Neil Gaiman: American Gods

Neil Gaiman: American Gods

It should come as no surprise that Neil Gaiman's new novel, American Gods, deals with dead mythologies and fading belief systems. Gaiman has made a career out of breathing new life into old myths, from the many old DC comics characters he resurrected for his award-winning Sandman series to the revamped fairies who inhabited his first solo novel, Neverwhere. It should also come as no surprise that American Gods is a quirky, involving story that mixes the best qualities of a fairy tale with the most compelling aspects of a classic road novel. The journey begins when the protagonist, a quiet, stolid man nicknamed Shadow, is released from jail a few days early, due to his wife's accidental death. Given the book's title—and Gaiman's career-long obsession with old gods and old traditions—anyone grounded in Norse legends should have a good idea what's going on when a craggy, one-eyed man who calls himself "Wednesday" enters Shadow's life on the plane ride home. But Gaiman is more than willing to spell things out for the uninitiated. Before long, Shadow has, like Neverwhere's protagonist, fallen into a hidden world that exists in and around the familiar visible one. As he and Wednesday travel the country, they meet a growing handful of fading gods whose cultures and worshippers mostly died long ago, leaving them to eke out minor existences working mundane jobs.

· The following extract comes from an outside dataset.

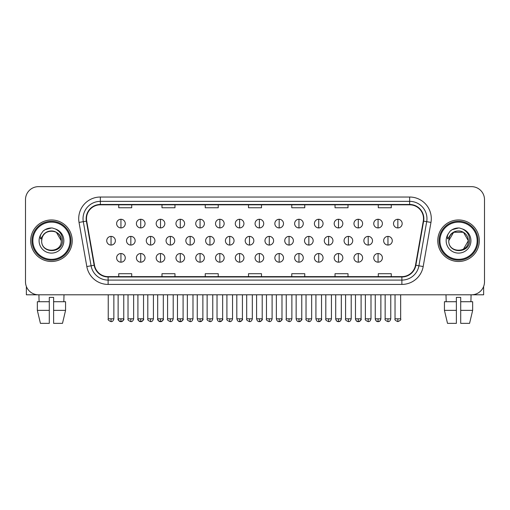 <?xml version="1.0" encoding="UTF-8"?>
<svg xmlns="http://www.w3.org/2000/svg" width="510" height="510" viewBox="0 0 510 510"><rect width="100%" height="100%" fill="white"/><g stroke="black" fill="none" stroke-linecap="round" stroke-linejoin="round"><path stroke-width="0.76" d="M30.689 240.726A20.763 20.763 0 0 0 51.459 261.49A20.763 20.763 0 0 0 72.222 240.726A20.763 20.763 0 0 0 51.459 219.957A20.763 20.763 0 0 0 30.689 240.726A20.763 20.763 0 0 0 51.459 261.49A20.763 20.763 0 0 0 72.222 240.726A20.763 20.763 0 0 0 51.459 219.957A20.763 20.763 0 0 0 30.689 240.726M437.778 240.726A20.763 20.763 0 0 0 458.541 261.49A20.763 20.763 0 0 0 479.311 240.726A20.763 20.763 0 0 0 458.541 219.957A20.763 20.763 0 0 0 437.778 240.726A20.763 20.763 0 0 0 458.541 261.49A20.763 20.763 0 0 0 479.311 240.726A20.763 20.763 0 0 0 458.541 219.957A20.763 20.763 0 0 0 437.778 240.726M86.496 218.662A13.846 13.846 0 0 1 100.343 204.816L409.657 204.816A13.846 13.846 0 0 1 423.294 221.066L415.51 265.194A13.846 13.846 0 0 1 401.88 276.63L108.12 276.63A13.846 13.846 0 0 1 94.49 265.194L86.706 221.066A13.846 13.846 0 0 1 86.496 218.662M86.152 218.662A14.191 14.191 0 0 0 86.368 221.123L94.146 265.251A14.191 14.191 0 0 0 108.12 276.975L401.88 276.975A14.191 14.191 0 0 0 415.854 265.251L423.631 221.123A14.191 14.191 0 0 0 409.657 204.472L100.343 204.472A14.191 14.191 0 0 0 86.152 218.662M79.037 222.417A21.63 21.63 0 0 1 100.343 197.032L409.657 197.032A21.63 21.63 0 0 1 430.963 222.417L423.179 266.545A21.63 21.63 0 0 1 401.88 284.421L108.12 284.421A21.63 21.63 0 0 1 86.821 266.545L79.037 222.417L83.302 221.665A17.302 17.302 0 0 1 100.343 201.354L409.657 201.354A17.302 17.302 0 0 1 426.698 221.665L418.92 265.793A17.302 17.302 0 0 1 401.88 280.092L108.12 280.092A17.302 17.302 0 0 1 91.08 265.793L83.302 221.665A17.302 17.302 0 0 1 83.034 218.662M484.5 199.627A12.979 12.979 0 0 0 471.52 186.647L38.479 186.647A12.979 12.979 0 0 0 25.5 199.627L25.5 281.82A12.979 12.979 0 0 0 38.479 294.799L471.52 294.799A12.979 12.979 0 0 0 484.5 281.82L484.5 199.627L484.5 281.82M415.854 265.251L418.92 265.793L426.698 221.665L430.963 222.417M248.51 204.816L248.51 207.748L261.49 207.748L261.49 204.816M205.249 204.816L205.249 207.748L218.229 207.748L218.229 204.816M161.989 204.816L161.989 207.748L174.968 207.748L174.968 204.816M118.728 204.816L118.728 207.748L131.707 207.748L131.707 204.816M291.771 204.816L291.771 207.748L304.75 207.748L304.75 204.816M335.032 204.816L335.032 207.748L348.011 207.748L348.011 204.816M378.292 204.816L378.292 207.748L391.272 207.748L391.272 204.816M261.49 276.63L261.49 273.698L248.51 273.698L248.51 276.63M218.229 276.63L218.229 273.698L205.249 273.698L205.249 276.63M174.968 276.63L174.968 273.698L161.989 273.698L161.989 276.63M131.707 276.63L131.707 273.698L118.728 273.698L118.728 276.63M304.75 276.63L304.75 273.698L291.771 273.698L291.771 276.63M348.011 276.63L348.011 273.698L335.032 273.698L335.032 276.63M391.272 276.63L391.272 273.698L378.292 273.698L378.292 276.63M25.5 199.627L25.5 281.82M471.52 186.647L38.479 186.647M38.479 294.799L471.52 294.799M120.94 219.268A4.329 4.329 0 0 0 116.618 223.59A4.329 4.329 0 0 0 120.94 227.919A4.329 4.329 0 0 0 125.269 223.59A4.329 4.329 0 0 0 120.94 219.268L120.94 227.919A4.329 4.329 0 0 0 125.269 223.59A4.329 4.329 0 0 0 120.94 219.268M111.052 236.398A4.329 4.329 0 0 0 106.724 240.726A4.329 4.329 0 0 0 111.052 245.049A4.329 4.329 0 0 0 115.381 240.726A4.329 4.329 0 0 0 111.052 236.398L111.052 245.049A4.329 4.329 0 0 0 115.381 240.726A4.329 4.329 0 0 0 111.052 236.398M120.94 253.527A4.329 4.329 0 0 0 116.618 257.856A4.329 4.329 0 0 0 120.94 262.178A4.329 4.329 0 0 0 125.269 257.856A4.329 4.329 0 0 0 120.94 253.527L120.94 262.178A4.329 4.329 0 0 0 125.269 257.856A4.329 4.329 0 0 0 120.94 253.527M140.722 219.268A4.329 4.329 0 0 0 136.393 223.59A4.329 4.329 0 0 0 140.722 227.919A4.329 4.329 0 0 0 145.05 223.59A4.329 4.329 0 0 0 140.722 219.268L140.722 227.919A4.329 4.329 0 0 0 145.05 223.59A4.329 4.329 0 0 0 140.722 219.268M160.503 219.268A4.329 4.329 0 0 0 156.175 223.59A4.329 4.329 0 0 0 160.503 227.919A4.329 4.329 0 0 0 164.826 223.59A4.329 4.329 0 0 0 160.503 219.268L160.503 227.919A4.329 4.329 0 0 0 164.826 223.59A4.329 4.329 0 0 0 160.503 219.268M180.279 219.268A4.329 4.329 0 0 0 175.956 223.59A4.329 4.329 0 0 0 180.279 227.919A4.329 4.329 0 0 0 184.607 223.59A4.329 4.329 0 0 0 180.279 219.268L180.279 227.919A4.329 4.329 0 0 0 184.607 223.59A4.329 4.329 0 0 0 180.279 219.268M200.06 219.268A4.329 4.329 0 0 0 195.732 223.59A4.329 4.329 0 0 0 200.06 227.919A4.329 4.329 0 0 0 204.382 223.59A4.329 4.329 0 0 0 200.06 219.268L200.06 227.919A4.329 4.329 0 0 0 204.382 223.59A4.329 4.329 0 0 0 200.06 219.268M130.834 236.398A4.329 4.329 0 0 0 126.505 240.726A4.329 4.329 0 0 0 130.834 245.049A4.329 4.329 0 0 0 135.156 240.726A4.329 4.329 0 0 0 130.834 236.398L130.834 245.049A4.329 4.329 0 0 0 135.156 240.726A4.329 4.329 0 0 0 130.834 236.398M150.609 236.398A4.329 4.329 0 0 0 146.287 240.726A4.329 4.329 0 0 0 150.609 245.049A4.329 4.329 0 0 0 154.938 240.726A4.329 4.329 0 0 0 150.609 236.398L150.609 245.049A4.329 4.329 0 0 0 154.938 240.726A4.329 4.329 0 0 0 150.609 236.398M170.391 236.398A4.329 4.329 0 0 0 166.062 240.726A4.329 4.329 0 0 0 170.391 245.049A4.329 4.329 0 0 0 174.713 240.726A4.329 4.329 0 0 0 170.391 236.398L170.391 245.049A4.329 4.329 0 0 0 174.713 240.726A4.329 4.329 0 0 0 170.391 236.398M140.722 253.527A4.329 4.329 0 0 0 136.393 257.856A4.329 4.329 0 0 0 140.722 262.178A4.329 4.329 0 0 0 145.05 257.856A4.329 4.329 0 0 0 140.722 253.527L140.722 262.178A4.329 4.329 0 0 0 145.05 257.856A4.329 4.329 0 0 0 140.722 253.527M160.503 253.527A4.329 4.329 0 0 0 156.175 257.856A4.329 4.329 0 0 0 160.503 262.178A4.329 4.329 0 0 0 164.826 257.856A4.329 4.329 0 0 0 160.503 253.527L160.503 262.178A4.329 4.329 0 0 0 164.826 257.856A4.329 4.329 0 0 0 160.503 253.527M180.279 253.527A4.329 4.329 0 0 0 175.956 257.856A4.329 4.329 0 0 0 180.279 262.178A4.329 4.329 0 0 0 184.607 257.856A4.329 4.329 0 0 0 180.279 253.527L180.279 262.178A4.329 4.329 0 0 0 184.607 257.856A4.329 4.329 0 0 0 180.279 253.527M200.06 253.527A4.329 4.329 0 0 0 195.732 257.856A4.329 4.329 0 0 0 200.06 262.178A4.329 4.329 0 0 0 204.382 257.856A4.329 4.329 0 0 0 200.06 253.527L200.06 262.178A4.329 4.329 0 0 0 204.382 257.856A4.329 4.329 0 0 0 200.06 253.527M26.367 286.48L26.367 294.799L76.551 294.799M483.633 286.48L483.633 294.799L433.449 294.799M70.922 240.726A19.469 19.469 0 0 0 51.459 221.257A19.469 19.469 0 0 0 31.99 240.726A19.469 19.469 0 0 0 51.459 260.189A19.469 19.469 0 0 0 70.922 240.726M70.061 240.726A18.602 18.602 0 0 0 51.459 222.124A18.602 18.602 0 0 0 32.857 240.726A18.602 18.602 0 0 0 51.459 259.329A18.602 18.602 0 0 0 70.061 240.726M42.132 237.781L41.667 240.726C41.131 254.005 62.615 253.763 62.545 240.726C62.583 235.327 60.174 231.412 55.322 228.964L52.396 228.008C48.871 227.798 45.76 228.831 43.069 231.113L41.31 233.644C40.233 235.454 39.997 237.214 40.602 238.922L43.752 234.249C46.684 231.317 50.178 230.348 54.226 231.342A9.779 9.779 0 0 0 42.132 237.781L41.68 240.726C41.08 228.11 61.837 228.11 61.238 240.726C61.837 253.342 41.08 253.342 41.68 240.726L42.132 237.781M54.226 231.342C58.593 232.898 60.932 236.028 61.238 240.726L56.349 232.254L54.226 231.342L56.349 232.254L61.238 240.726L56.349 232.254L54.226 231.342L56.349 232.254L61.238 240.726L56.349 232.254L54.226 231.342L56.349 232.254L61.238 240.726L56.349 232.254L54.226 231.342L56.349 232.254L61.238 240.726C61.837 253.342 41.08 253.342 41.68 240.726C41.08 253.342 61.837 253.342 61.238 240.726C61.837 253.342 41.08 253.342 41.68 240.726M43.101 231.094L45.078 229.678L51.555 227.97L45.078 229.678L43.101 231.094L45.078 229.678L51.555 227.97L45.078 229.678L43.101 231.094L45.078 229.678L51.555 227.97L45.078 229.678L43.101 231.094L45.078 229.678L51.555 227.97L45.078 229.678L43.101 231.094L45.078 229.678L51.555 227.97L45.078 229.678L43.101 231.094L45.078 229.678L51.555 227.97L45.078 229.678L43.101 231.094L45.078 229.678L51.555 227.97M478.01 240.726A19.469 19.469 0 0 0 458.541 221.257A19.469 19.469 0 0 0 439.078 240.726A19.469 19.469 0 0 0 458.541 260.189A19.469 19.469 0 0 0 478.01 240.726M477.143 240.726A18.602 18.602 0 0 0 458.541 222.124A18.602 18.602 0 0 0 439.939 240.726A18.602 18.602 0 0 0 458.541 259.329A18.602 18.602 0 0 0 477.143 240.726M463.431 232.254L453.651 232.254L448.762 240.726L449.214 237.781L448.762 240.726C448.162 253.342 468.919 253.342 468.32 240.726C468.919 253.342 448.162 253.342 448.762 240.726C448.162 253.342 468.919 253.342 468.32 240.726C468.021 236.028 465.681 232.898 461.314 231.342L463.431 232.254L468.32 240.726L463.431 232.254L461.314 231.342L463.431 232.254L468.32 240.726C468.919 253.342 448.162 253.342 448.762 240.726L449.214 237.781L448.749 240.726C448.214 254.005 469.704 253.763 469.627 240.726C469.672 235.327 467.262 231.412 462.404 228.964L459.484 228.008C455.959 227.798 452.848 228.831 450.158 231.113L448.392 233.644C447.321 235.454 447.085 237.214 447.684 238.922L450.84 234.249C453.772 231.317 457.266 230.348 461.314 231.342A9.779 9.779 0 0 0 449.214 237.781L448.762 240.726L453.651 232.254L463.431 232.254L453.651 232.254L448.762 240.726L453.651 232.254L463.431 232.254L453.651 232.254L448.762 240.726L453.651 232.254L463.431 232.254L461.314 231.342L463.431 232.254L468.32 240.726L463.431 249.192M448.762 240.726L449.214 237.781L448.762 240.726M450.183 231.094L452.166 229.678L458.643 227.97L452.166 229.678L450.183 231.094L452.166 229.678L458.643 227.97L452.166 229.678L450.183 231.094L452.166 229.678L458.643 227.97L452.166 229.678L450.183 231.094L452.166 229.678L458.643 227.97L452.166 229.678L450.183 231.094L452.166 229.678L458.643 227.97L452.166 229.678L450.183 231.094L452.166 229.678L458.643 227.97L452.166 229.678L450.183 231.094L452.166 229.678L458.643 227.97M37.345 301.722L37.345 310.373L40.417 323.353L37.345 310.373L37.345 301.722L49.291 301.722L49.291 297.394L53.62 297.394L53.62 301.722L65.567 301.722L65.567 310.373L62.494 323.353L65.567 310.373L53.62 310.373L53.62 301.722M64.005 294.799L63.814 301.722M49.291 301.722L49.291 323.353L40.417 323.353M37.345 310.373L49.291 310.373M62.494 323.353L53.62 323.353L53.62 310.373M38.913 294.799L39.098 301.722M444.433 301.722L444.433 310.373L447.506 323.353L444.433 310.373L444.433 301.722L456.38 301.722L456.38 297.394L460.708 297.394L460.708 301.722L472.655 301.722L472.655 310.373L469.582 323.353L472.655 310.373L460.708 310.373L460.708 301.722M471.087 294.799L470.902 301.722M456.38 301.722L456.38 323.353L447.506 323.353M444.433 310.373L456.38 310.373M469.582 323.353L460.708 323.353L460.708 310.373M445.995 294.799L446.186 301.722M190.166 236.398A4.329 4.329 0 0 0 185.844 240.726A4.329 4.329 0 0 0 190.166 245.049A4.329 4.329 0 0 0 194.495 240.726A4.329 4.329 0 0 0 190.166 236.398L190.166 245.049A4.329 4.329 0 0 0 194.495 240.726A4.329 4.329 0 0 0 190.166 236.398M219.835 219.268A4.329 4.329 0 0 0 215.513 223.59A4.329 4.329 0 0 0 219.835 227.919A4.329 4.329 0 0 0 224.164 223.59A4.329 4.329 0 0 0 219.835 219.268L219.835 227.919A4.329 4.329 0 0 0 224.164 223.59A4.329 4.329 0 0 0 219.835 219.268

Wednesday's mission is to unite these weak and aging deities against the shiny new regime of technological and media-oriented gods; Shadow's goal is mostly to serve and survive, as it becomes clear that Wednesday faces brutal opposition. Gaiman exhibits his usual deft characterization and keen ear for dialogue and wordplay, but the book also represents a step forward for his prose. Where Neverwhere sometimes felt forced or excessively familiar, American Gods is assured and ambitious, resembling nothing except Gaiman's Sandman stories. Shadow's solid, believable grounding in the minute trivia of the real world rivals the book's grounding in the fantastic and arcane world of ancient theologies; those two aspects meet and merge to form a cohesive, compelling whole that approaches Gaiman's finest work. Like most road-trip novels, American Gods can be disjointed and episodic, but, like the best of them, it's still worth the trip.

 
Join the discussion...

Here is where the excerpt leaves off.